Easy to fabricate 3D metastructure for low-frequency vibration control

Abstract

As a burgeoning category of elastic metamaterials, 3D metastructures have garnered significant research attention for manipulating low-frequency acoustic and elastic waves. Bandgap engineering allows for the control of these waves across a subwavelength ultrawide frequency range. However, the manufacturing of these 3D structures poses a challenge, necessitating additional support materials for 3D-printed components, creating difficulties in mass production. In this study, we propose a novel lightweight 3D metastructure design that is easy to fabricate and provides a low-frequency subwavelength bandgap. We replaced conventional struts supporting heavy mass inclusions in typical designs with modified arch beams. This structural modification enables the easy and self-supporting manufacturing of 3D metastructure unit cells without the need for extra support material.

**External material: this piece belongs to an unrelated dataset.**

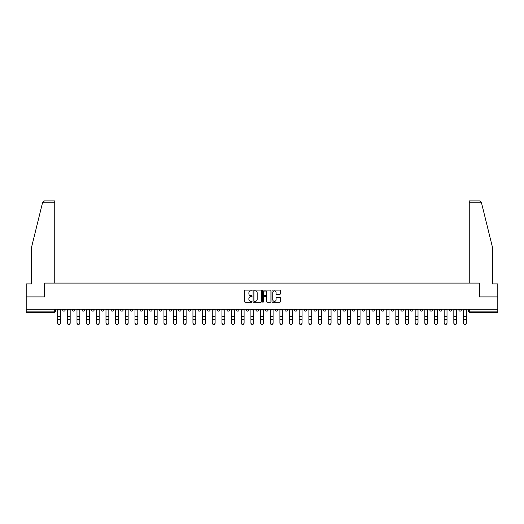 <?xml version="1.0" encoding="UTF-8"?>
<svg xmlns="http://www.w3.org/2000/svg" width="524" height="524" viewBox="0 0 524 524"><rect width="100%" height="100%" fill="white"/><g stroke="black" fill="none" stroke-linecap="round" stroke-linejoin="round"><path stroke-width="0.79" d="M252.09 290.506A0.426 0.426 0 0 0 251.664 290.08L245.206 290.08A0.609 0.609 0 0 0 244.597 290.689L244.597 301.627A0.609 0.609 0 0 0 245.206 302.237L251.664 302.237A0.426 0.426 0 0 0 252.09 301.811A0.426 0.426 0 0 0 251.664 301.385L250.826 301.385A1.945 1.945 0 0 1 248.88 299.44L248.88 298.529A1.945 1.945 0 0 1 250.826 296.584L251.664 296.584A0.426 0.426 0 0 0 252.09 296.158A0.426 0.426 0 0 0 251.664 295.733L250.826 295.733A1.945 1.945 0 0 1 248.88 293.787L248.88 292.877A1.945 1.945 0 0 1 250.826 290.931L251.664 290.931A0.426 0.426 0 0 0 252.09 290.506M381.544 309.226L381.544 309.907L384.02 309.907A1.238 1.238 0 0 1 382.782 311.145A1.238 1.238 0 0 1 381.544 309.907L381.544 309.226M323.57 309.226L323.57 309.907L326.046 309.907A1.238 1.238 0 0 1 324.808 311.145A1.238 1.238 0 0 1 323.57 309.907L323.57 309.226M313.902 309.226L313.902 309.907L316.385 309.907A1.238 1.238 0 0 1 315.14 311.145A1.238 1.238 0 0 1 313.902 309.907L313.902 309.226M255.928 309.226L255.928 309.907L258.411 309.907A1.238 1.238 0 0 1 257.166 311.145A1.238 1.238 0 0 1 255.928 309.907L255.928 309.226M246.267 309.226L246.267 309.907L248.743 309.907A1.238 1.238 0 0 1 247.505 311.145A1.238 1.238 0 0 1 246.267 309.907L246.267 309.226M236.606 309.226L236.606 309.907L239.082 309.907A1.238 1.238 0 0 1 237.844 311.145A1.238 1.238 0 0 1 236.606 309.907L236.606 309.226M217.283 309.226L217.283 309.907L219.759 309.907A1.238 1.238 0 0 1 218.521 311.145A1.238 1.238 0 0 1 217.283 309.907L217.283 309.226M197.954 309.907L197.954 309.226L197.954 309.907A1.238 1.238 0 0 0 199.192 311.145A1.238 1.238 0 0 1 197.954 309.907L200.43 309.907A1.238 1.238 0 0 1 199.192 311.145A1.238 1.238 0 0 0 200.43 309.907L200.43 309.226L200.43 309.907M188.293 309.907L188.293 309.226L188.293 309.907A1.238 1.238 0 0 0 189.531 311.145A1.238 1.238 0 0 1 188.293 309.907L190.769 309.907A1.238 1.238 0 0 1 189.531 311.145M178.632 309.907L178.632 309.226L178.632 309.907A1.238 1.238 0 0 0 179.87 311.145A1.238 1.238 0 0 1 178.632 309.907L181.108 309.907A1.238 1.238 0 0 1 179.87 311.145A1.238 1.238 0 0 0 181.108 309.907L181.108 309.226L181.108 309.907M168.97 309.226L168.97 309.907L171.446 309.907A1.238 1.238 0 0 1 170.208 311.145A1.238 1.238 0 0 1 168.97 309.907L168.97 309.226M159.309 309.226L159.309 309.907L161.785 309.907A1.238 1.238 0 0 1 160.547 311.145A1.238 1.238 0 0 1 159.309 309.907L159.309 309.226M149.641 309.226L149.641 309.907L152.124 309.907A1.238 1.238 0 0 1 150.879 311.145A1.238 1.238 0 0 1 149.641 309.907L149.641 309.226M139.98 309.907L139.98 309.226L139.98 309.907A1.238 1.238 0 0 0 141.218 311.145A1.238 1.238 0 0 1 139.98 309.907L142.456 309.907A1.238 1.238 0 0 1 141.218 311.145M120.658 309.907L120.658 309.226L120.658 309.907A1.238 1.238 0 0 0 121.895 311.145A1.238 1.238 0 0 1 120.658 309.907L123.133 309.907A1.238 1.238 0 0 1 121.895 311.145A1.238 1.238 0 0 0 123.133 309.907L123.133 309.226L123.133 309.907M110.996 309.907L110.996 309.226L110.996 309.907A1.238 1.238 0 0 0 112.234 311.145A1.238 1.238 0 0 1 110.996 309.907L113.472 309.907A1.238 1.238 0 0 1 112.234 311.145A1.238 1.238 0 0 0 113.472 309.907L113.472 309.226L113.472 309.907M101.328 309.907L101.328 309.226L101.328 309.907A1.238 1.238 0 0 0 102.573 311.145A1.238 1.238 0 0 1 101.328 309.907L103.811 309.907A1.238 1.238 0 0 1 102.573 311.145A1.238 1.238 0 0 0 103.811 309.907L103.811 309.226L103.811 309.907M91.667 309.907L91.667 309.226L91.667 309.907A1.238 1.238 0 0 0 92.905 311.145A1.238 1.238 0 0 1 91.667 309.907L94.15 309.907A1.238 1.238 0 0 1 92.905 311.145M82.006 309.907L82.006 309.226L82.006 309.907A1.238 1.238 0 0 0 83.244 311.145A1.238 1.238 0 0 1 82.006 309.907L84.482 309.907A1.238 1.238 0 0 1 83.244 311.145A1.238 1.238 0 0 0 84.482 309.907L84.482 309.226L84.482 309.907M72.345 309.907L72.345 309.226L72.345 309.907A1.238 1.238 0 0 0 73.583 311.145A1.238 1.238 0 0 1 72.345 309.907L74.821 309.907A1.238 1.238 0 0 1 73.583 311.145A1.238 1.238 0 0 0 74.821 309.907L74.821 309.226L74.821 309.907M279.77 294.364A0.609 0.609 0 0 0 280.373 293.754L280.373 290.689A0.609 0.609 0 0 0 279.77 290.08L272.591 290.08A0.609 0.609 0 0 0 271.989 290.689L271.989 301.627A0.609 0.609 0 0 0 272.591 302.237L279.77 302.237A0.609 0.609 0 0 0 280.373 301.627L280.373 297.92A0.609 0.609 0 0 0 279.77 297.311L276.698 297.311A0.609 0.609 0 0 0 276.089 297.92L276.089 299.761A1.624 1.624 0 0 1 274.465 301.385A1.624 1.624 0 0 1 272.84 299.761L272.84 292.556A1.624 1.624 0 0 1 274.465 290.931A1.624 1.624 0 0 1 276.089 292.556L276.089 293.754A0.609 0.609 0 0 0 276.698 294.364L279.77 294.364M42.529 202.755L44.442 200.895L54.751 200.895L54.751 202.755L42.529 202.755L31.525 247.348L31.525 283.897L26.2 283.897L26.2 296.898L44.658 296.898L44.658 283.091L479.342 283.091L479.342 296.898L497.8 296.898L497.8 309.226L26.2 309.226L26.2 311.145L55.498 311.145L55.498 309.226M26.2 296.898L26.2 309.226M261.469 290.689A0.609 0.609 0 0 0 260.86 290.08L253.688 290.08A0.609 0.609 0 0 0 253.079 290.689L253.079 301.627A0.609 0.609 0 0 0 253.688 302.237L260.86 302.237A0.609 0.609 0 0 0 261.469 301.627L261.469 290.689M263.14 290.08L270.312 290.08A0.609 0.609 0 0 1 270.921 290.689L270.921 301.627A0.609 0.609 0 0 1 270.312 302.237L267.247 302.237A0.609 0.609 0 0 1 266.637 301.627L266.637 297.193A0.609 0.609 0 0 0 266.028 296.584L263.991 296.584A0.609 0.609 0 0 0 263.382 297.193L263.382 301.811A0.426 0.426 0 0 1 262.956 302.237A0.426 0.426 0 0 1 262.531 301.811L262.531 290.689A0.609 0.609 0 0 1 263.14 290.08M468.502 309.226L468.502 311.145L497.8 311.145L497.8 312.383L469.74 312.383A1.238 1.238 0 0 1 468.502 311.145M497.8 309.226L497.8 311.145M55.498 311.145A1.238 1.238 0 0 1 54.26 312.383L26.2 312.383L26.2 311.145M461.316 309.226L461.316 309.907A1.238 1.238 0 0 1 460.079 311.145A1.238 1.238 0 0 1 458.841 309.907A1.238 1.238 0 0 0 460.079 311.145A1.238 1.238 0 0 0 461.316 309.907L458.841 309.907L458.841 309.226M451.655 309.226L451.655 309.907A1.238 1.238 0 0 1 450.417 311.145A1.238 1.238 0 0 1 449.179 309.907L451.655 309.907M449.179 309.226L449.179 309.907M441.994 309.226L441.994 309.907A1.238 1.238 0 0 1 440.756 311.145A1.238 1.238 0 0 1 439.518 309.907L441.994 309.907M439.518 309.226L439.518 309.907M432.333 309.907L432.333 309.226L432.333 309.907A1.238 1.238 0 0 1 431.095 311.145A1.238 1.238 0 0 1 429.85 309.907L432.333 309.907A1.238 1.238 0 0 1 431.095 311.145M429.85 309.226L429.85 309.907M422.671 309.226L422.671 309.907A1.238 1.238 0 0 1 421.427 311.145A1.238 1.238 0 0 1 420.189 309.907A1.238 1.238 0 0 0 421.427 311.145M420.189 309.226L420.189 309.907L422.671 309.907M413.004 309.226L413.004 309.907A1.238 1.238 0 0 1 411.766 311.145A1.238 1.238 0 0 1 410.528 309.907L413.004 309.907A1.238 1.238 0 0 1 411.766 311.145M410.528 309.226L410.528 309.907M403.342 309.226L403.342 309.907A1.238 1.238 0 0 1 402.104 311.145A1.238 1.238 0 0 1 400.867 309.907A1.238 1.238 0 0 0 402.104 311.145M400.867 309.226L400.867 309.907L403.342 309.907M393.681 309.226L393.681 309.907A1.238 1.238 0 0 1 392.443 311.145A1.238 1.238 0 0 1 391.205 309.907L393.681 309.907M391.205 309.226L391.205 309.907M384.02 309.226L384.02 309.907A1.238 1.238 0 0 1 382.782 311.145M374.359 309.226L374.359 309.907A1.238 1.238 0 0 1 373.121 311.145A1.238 1.238 0 0 1 371.876 309.907L374.359 309.907M371.876 309.226L371.876 309.907M364.691 309.226L364.691 309.907A1.238 1.238 0 0 1 363.453 311.145A1.238 1.238 0 0 1 362.215 309.907L364.691 309.907M362.215 309.226L362.215 309.907M355.03 309.226L355.03 309.907A1.238 1.238 0 0 1 353.792 311.145A1.238 1.238 0 0 1 352.554 309.907A1.238 1.238 0 0 0 353.792 311.145M352.554 309.226L352.554 309.907L355.03 309.907M345.368 309.226L345.368 309.907A1.238 1.238 0 0 1 344.13 311.145A1.238 1.238 0 0 1 342.893 309.907L345.368 309.907M342.893 309.226L342.893 309.907M335.707 309.226L335.707 309.907A1.238 1.238 0 0 1 334.469 311.145A1.238 1.238 0 0 1 333.231 309.907L335.707 309.907M333.231 309.226L333.231 309.907M326.046 309.226L326.046 309.907M316.385 309.226L316.385 309.907L316.385 309.226M306.717 309.226L306.717 309.907A1.238 1.238 0 0 1 305.479 311.145A1.238 1.238 0 0 1 304.241 309.907L306.717 309.907M304.241 309.226L304.241 309.907M297.056 309.226L297.056 309.907A1.238 1.238 0 0 1 295.818 311.145A1.238 1.238 0 0 1 294.58 309.907L297.056 309.907M294.58 309.226L294.58 309.907M287.394 309.226L287.394 309.907A1.238 1.238 0 0 1 286.156 311.145A1.238 1.238 0 0 1 284.918 309.907L287.394 309.907M284.918 309.226L284.918 309.907M277.733 309.226L277.733 309.907A1.238 1.238 0 0 1 276.495 311.145A1.238 1.238 0 0 1 275.257 309.907L277.733 309.907M275.257 309.226L275.257 309.907M268.072 309.226L268.072 309.907A1.238 1.238 0 0 1 266.834 311.145A1.238 1.238 0 0 1 265.589 309.907L268.072 309.907M265.589 309.226L265.589 309.907M258.411 309.226L258.411 309.907A1.238 1.238 0 0 1 257.166 311.145M248.743 309.226L248.743 309.907M239.082 309.907L239.082 309.226L239.082 309.907A1.238 1.238 0 0 1 237.844 311.145M229.42 309.226L229.42 309.907A1.238 1.238 0 0 1 228.182 311.145A1.238 1.238 0 0 1 226.944 309.907A1.238 1.238 0 0 0 228.182 311.145A1.238 1.238 0 0 0 229.42 309.907L226.944 309.907L226.944 309.226M219.759 309.907L219.759 309.226L219.759 309.907A1.238 1.238 0 0 1 218.521 311.145M210.098 309.226L210.098 309.907A1.238 1.238 0 0 1 208.86 311.145A1.238 1.238 0 0 1 207.615 309.907A1.238 1.238 0 0 0 208.86 311.145M207.615 309.226L207.615 309.907L210.098 309.907M190.769 309.226L190.769 309.907L190.769 309.226M171.446 309.907L171.446 309.226L171.446 309.907A1.238 1.238 0 0 1 170.208 311.145M161.785 309.907L161.785 309.226L161.785 309.907A1.238 1.238 0 0 1 160.547 311.145M152.124 309.907L152.124 309.226L152.124 309.907A1.238 1.238 0 0 1 150.879 311.145M142.456 309.226L142.456 309.907L142.456 309.226M132.795 309.907L132.795 309.226L132.795 309.907A1.238 1.238 0 0 1 131.557 311.145A1.238 1.238 0 0 1 130.319 309.907L132.795 309.907A1.238 1.238 0 0 1 131.557 311.145M130.319 309.226L130.319 309.907M94.15 309.226L94.15 309.907L94.15 309.226M65.159 309.226L65.159 309.907A1.238 1.238 0 0 1 63.921 311.145A1.238 1.238 0 0 1 62.684 309.907A1.238 1.238 0 0 0 63.921 311.145A1.238 1.238 0 0 0 65.159 309.907L65.159 309.226M62.684 309.226L62.684 309.907L65.159 309.907M254.356 290.931A0.426 0.426 0 0 0 253.93 291.357L253.93 300.959A0.426 0.426 0 0 0 254.356 301.385L255.234 301.385A1.945 1.945 0 0 0 257.179 299.44L257.179 292.877A1.945 1.945 0 0 0 255.234 290.931L254.356 290.931M266.637 292.589A1.624 1.624 0 0 0 265.006 290.958A1.624 1.624 0 0 0 263.382 292.589L263.382 295.123A0.609 0.609 0 0 0 263.991 295.733L266.028 295.733A0.609 0.609 0 0 0 266.637 295.123L266.637 292.589M57.666 323.105L57.666 322.863A1.421 1.362 0 0 0 59.088 324.225A1.421 1.362 0 0 0 60.515 322.863L60.515 323.105A1.421 1.362 180 0 1 59.088 324.461A1.421 1.362 180 0 1 57.666 323.105L57.666 319.653M57.666 309.226L57.666 322.863M60.515 309.226L60.515 322.863M67.327 323.105L67.327 322.863A1.421 1.362 0 0 0 68.749 324.225A1.421 1.362 0 0 0 70.177 322.863L70.177 323.105A1.421 1.362 180 0 1 68.749 324.461A1.421 1.362 180 0 1 67.327 323.105L67.327 319.653M76.989 323.105L76.989 322.863A1.421 1.362 0 0 0 78.417 324.225A1.421 1.362 0 0 0 79.838 322.863L79.838 323.105A1.421 1.362 180 0 1 78.417 324.461A1.421 1.362 180 0 1 76.989 323.105L76.989 319.653M54.751 283.091L54.751 202.755M44.599 296.898L44.658 283.091M497.8 296.898L497.8 283.897L492.475 283.897L492.475 247.348L481.366 202.31L479.558 200.895L469.249 200.895L469.249 283.091M479.401 296.898L479.342 283.091M67.327 309.226L67.327 322.863M70.177 309.226L70.177 322.863M76.989 309.226L76.989 322.863M79.838 309.226L79.838 322.863M86.65 323.105L86.65 322.863A1.421 1.362 0 0 0 88.078 324.225A1.421 1.362 0 0 0 89.499 322.863L89.499 323.105A1.421 1.362 180 0 1 88.078 324.461A1.421 1.362 180 0 1 86.65 323.105L86.65 319.653M96.311 323.105L96.311 322.863A1.421 1.362 0 0 0 97.739 324.225A1.421 1.362 0 0 0 99.16 322.863L99.16 323.105A1.421 1.362 180 0 1 97.739 324.461A1.421 1.362 180 0 1 96.311 323.105L96.311 319.653M105.979 323.105L105.979 322.863A1.421 1.362 0 0 0 107.4 324.225A1.421 1.362 0 0 0 108.828 322.863L108.828 323.105A1.421 1.362 180 0 1 107.4 324.461A1.421 1.362 180 0 1 105.979 323.105L105.979 319.653M86.65 309.226L86.65 322.863M89.499 309.226L89.499 322.863M96.311 309.226L96.311 322.863M99.16 309.226L99.16 322.863M105.979 309.226L105.979 322.863M108.828 309.226L108.828 322.863M115.64 323.105L115.64 322.863A1.421 1.362 0 0 0 117.062 324.225A1.421 1.362 0 0 0 118.49 322.863L118.49 323.105A1.421 1.362 180 0 1 117.062 324.461A1.421 1.362 180 0 1 115.64 323.105L115.64 319.653M115.64 309.226L115.64 322.863M118.49 309.226L118.49 322.863M125.302 323.105L125.302 322.863A1.421 1.362 0 0 0 126.729 324.225A1.421 1.362 0 0 0 128.151 322.863L128.151 323.105A1.421 1.362 180 0 1 126.729 324.461A1.421 1.362 180 0 1 125.302 323.105L125.302 319.653M125.302 309.226L125.302 322.863M128.151 309.226L128.151 322.863M134.963 323.105L134.963 322.863A1.421 1.362 0 0 0 136.391 324.225A1.421 1.362 0 0 0 137.812 322.863L137.812 323.105A1.421 1.362 180 0 1 136.391 324.461A1.421 1.362 180 0 1 134.963 323.105L134.963 319.653M134.963 309.226L134.963 322.863M137.812 309.226L137.812 322.863M144.624 323.105L144.624 322.863A1.421 1.362 0 0 0 146.052 324.225A1.421 1.362 0 0 0 147.473 322.863L147.473 323.105A1.421 1.362 180 0 1 146.052 324.461A1.421 1.362 180 0 1 144.624 323.105L144.624 319.653M144.624 309.226L144.624 322.863M147.473 309.226L147.473 322.863M154.292 323.105L154.292 322.863A1.421 1.362 0 0 0 155.713 324.225A1.421 1.362 0 0 0 157.141 322.863L157.141 323.105A1.421 1.362 180 0 1 155.713 324.461A1.421 1.362 180 0 1 154.292 323.105L154.292 319.653M154.292 309.226L154.292 322.863M157.141 309.226L157.141 322.863M163.953 323.105L163.953 322.863A1.421 1.362 0 0 0 165.374 324.225A1.421 1.362 0 0 0 166.802 322.863L166.802 323.105A1.421 1.362 180 0 1 165.374 324.461A1.421 1.362 180 0 1 163.953 323.105L163.953 319.653M163.953 309.226L163.953 322.863M166.802 309.226L166.802 322.863M173.614 323.105L173.614 322.863A1.421 1.362 0 0 0 175.036 324.225A1.421 1.362 0 0 0 176.464 322.863L176.464 323.105A1.421 1.362 180 0 1 175.036 324.461A1.421 1.362 180 0 1 173.614 323.105L173.614 319.653M173.614 309.226L173.614 322.863M176.464 309.226L176.464 322.863M183.276 323.105L183.276 322.863A1.421 1.362 0 0 0 184.703 324.225A1.421 1.362 0 0 0 186.125 322.863L186.125 323.105A1.421 1.362 180 0 1 184.703 324.461A1.421 1.362 180 0 1 183.276 323.105L183.276 319.653M183.276 309.226L183.276 322.863M186.125 309.226L186.125 322.863M192.937 323.105L192.937 322.863A1.421 1.362 0 0 0 194.365 324.225A1.421 1.362 0 0 0 195.786 322.863L195.786 323.105A1.421 1.362 180 0 1 194.365 324.461A1.421 1.362 180 0 1 192.937 323.105L192.937 319.653M192.937 309.226L192.937 322.863M195.786 309.226L195.786 322.863M202.598 323.105L202.598 322.863A1.421 1.362 0 0 0 204.026 324.225A1.421 1.362 0 0 0 205.447 322.863L205.447 323.105A1.421 1.362 180 0 1 204.026 324.461A1.421 1.362 180 0 1 202.598 323.105L202.598 319.653M202.598 309.226L202.598 322.863M205.447 309.226L205.447 322.863M212.266 323.105L212.266 322.863A1.421 1.362 0 0 0 213.687 324.225A1.421 1.362 0 0 0 215.115 322.863L215.115 323.105A1.421 1.362 180 0 1 213.687 324.461A1.421 1.362 180 0 1 212.266 323.105L212.266 319.653M212.266 309.226L212.266 322.863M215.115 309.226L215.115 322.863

Utilizing magnets and steel masses with bolts as hard inclusions, the magnet facilitates the quick assembly of the 3D metastructure, potentially facilitating mass manufacturing in practical applications. The wave dispersion and bandgap properties of the metastructure are investigated numerically, and experimental vibration tests are performed on the 3D-printed and assembled parts. The experimental results and numerical findings demonstrate robust vibration attenuation at low frequencies by the proposed 3D metastructure. The suggested, easy-to-fabricate 3D-metastructure design holds potential applications in low-frequency elastic-wave manipulation, including noise and vibration control.